Opinión

La omertá

La omertá, ese manto de silencio impuesto a los miembros de la mafia para no informar de sus actividades delictivas, es un código de honor, de deshonor, más bien, enraizado también en otro tipo de organizaciones. Afecta a quienes cometen el delito, por razones obvias, y a quienes han sido testigos o cómplices del mismo. Pero también se extiende en ondas concéntricas a todos los miembros de la organización y a las familias y círculos de amistad de los delincuentes, que acaban callando también para proteger a los suyos o para preservar la buena imagen de la organización. Es el caldo de cultivo en el que prospera la corrupción y rige en todos aquellos ámbitos en los que la corrupción anida.

El escándalo de la pederastia en el seno de la Iglesia nace de la actitud individual de aquellos delincuentes que abusaron sexualmente de niños y niñas, pero se ha mantenido durante décadas gracias al silencio cómplice de quienes, entre preservar la integridad de los menores denunciando a los agresores o salvaguardar la imagen inmaculada de la institución, optaron por lo segundo. Al hacerlo atentaron contra un puñado de mandamientos, factura que les cobrará su Dios en la vida eterna. Pero además fueron cómplices de gravísimos delitos cuya factura debería saldarse en el reino de este mundo.

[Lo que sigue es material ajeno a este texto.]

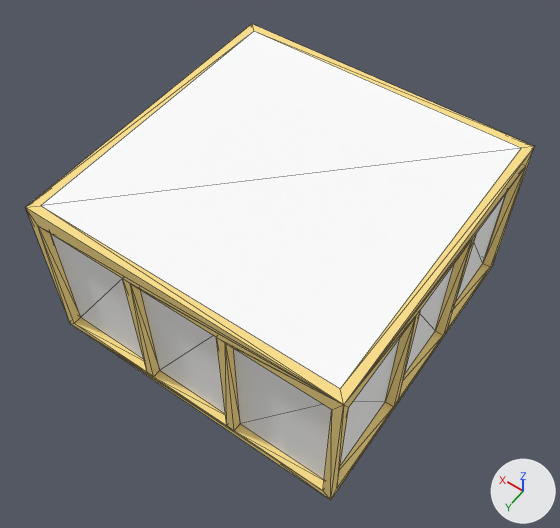
The glTF model models/building_bottom.glb, before and after one commit.
Camera for both pictures: a 50 mm camera at (-3.08, 4.45, 7.5) aimed at (-0.17, 0.39, 1.12). Every picture has the same lights, and +X, +Y and +Z are marked at lower right. Mesh edges are drawn as thin lines. Where no turn or scale is listed for an object, it has been applied to the vertices.

Objects in the first picture: 'building'.
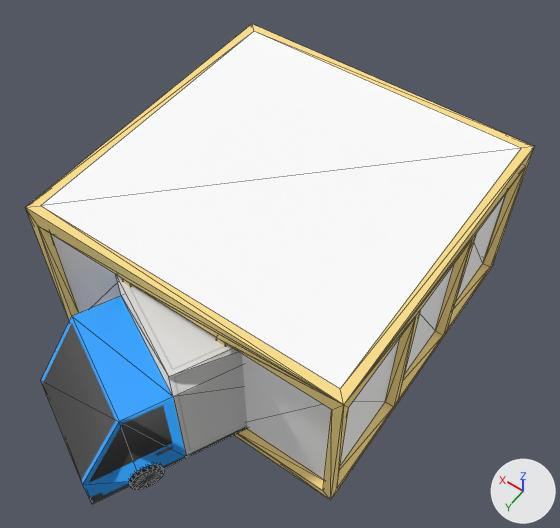
What differs and where, as boxes (x1, y1, x2, y2) in the pictures (560 x 528 px):
'Car_09', added
    after: (41, 275, 247, 504)

The change, as a list of edits to the scene's bpy script:
```text
Add img_car_05:
    img_car_05 = load_image('Car_05', '_unpacked/Car_05', 1200, 1200, 'sRGB')
Add mat_car_06:
    mat_car_06 = principled_material('CAR_06')
    mat_car_06.texture = img_car_05
Add me_car_09:
    me_car_09.from_pydata(...)  # 172 vertices, 324 faces; spans x -1.28..1.22, y -1.75..1.63, z -0.25..1.48
    me_car_09.materials.append(mat_car_06)  # picture img_car_05
Add ob_car_09:
    ob_car_09 = bpy.data.objects.new('Car_09', me_car_09)
    ob_car_09.location = (-0.05, 1.59, 0.26)
```

Hasta ahora la Iglesia española se ha negado a investigar proactiva y globalmente lo que ha sucedido en su seno en las últimas décadas, contrariamente a lo que han hecho otros episcopados, desde Estados Unidos a Irlanda. La última investigación fue la promovida por la Conferencia Episcopal de Francia y el informe elaborado por una comisión independiente fue demoledor: más de 300.000 menores abusados por sacerdotes, obispos y laicos que trabajaban en instituciones eclesiásticas. Este año emprenderá una investigación la Iglesia portuguesa.

Ante su inacción, esta semana Unidas Podemos, ERC y Bildu han registrado en el Congreso una petición para crear una comisión de investigación sobre la pederastia en la Iglesia española. Es la respuesta política a la inacción religiosa. Que la Iglesia hubiese investigado sus propios pecados habría sido lo propio. Pero, cuando no es así, parece pertinente que sea el Estado el que emprenda esta investigación. Para conocer la magnitud del fenómeno, para perseguir aquellos delitos que no hayan prescrito y para reparar a sus víctimas, si aún viven, de un dolor que nunca prescribe. No sería la primera vez: en Australia e Irlanda también se crearon hace años comisiones promovidas por sus respectivos gobiernos para investigar estos casos.

Ahora el Congreso de los Diputados tiene la palabra para investigar la verdad, que no sé si nos hace libres, como dice el Evangelio, pero al menos nos hará más dignos. Y los diputados deberán decidir si prefieren honrar a los menores abusados o proteger de nuevo a los agresores con el ominoso manto de la omertá.